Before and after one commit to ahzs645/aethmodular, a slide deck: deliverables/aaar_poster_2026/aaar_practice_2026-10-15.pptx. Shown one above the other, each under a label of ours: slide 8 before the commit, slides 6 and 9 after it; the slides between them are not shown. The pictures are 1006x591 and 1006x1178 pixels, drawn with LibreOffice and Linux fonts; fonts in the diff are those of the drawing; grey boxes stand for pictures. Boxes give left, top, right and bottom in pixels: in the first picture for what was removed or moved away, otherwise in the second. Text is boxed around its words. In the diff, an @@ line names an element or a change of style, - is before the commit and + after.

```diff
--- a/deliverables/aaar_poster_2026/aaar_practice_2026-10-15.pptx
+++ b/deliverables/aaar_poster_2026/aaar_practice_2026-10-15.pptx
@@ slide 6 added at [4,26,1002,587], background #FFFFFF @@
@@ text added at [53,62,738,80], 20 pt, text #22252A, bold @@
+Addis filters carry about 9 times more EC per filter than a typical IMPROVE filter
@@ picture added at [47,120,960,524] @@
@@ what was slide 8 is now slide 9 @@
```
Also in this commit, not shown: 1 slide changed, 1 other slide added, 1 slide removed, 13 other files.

* * * * *

Exercise brief
The required output is each line of the entries that contains the word "added".

Solution to this exercise
@@ slide 6 added at [4,26,1002,587], background #FFFFFF @@
@@ text added at [53,62,738,80], 20 pt, text #22252A, bold @@
@@ picture added at [47,120,960,524] @@
Also in this commit, not shown: 1 slide changed, 1 other slide added, 1 slide removed, 13 other files.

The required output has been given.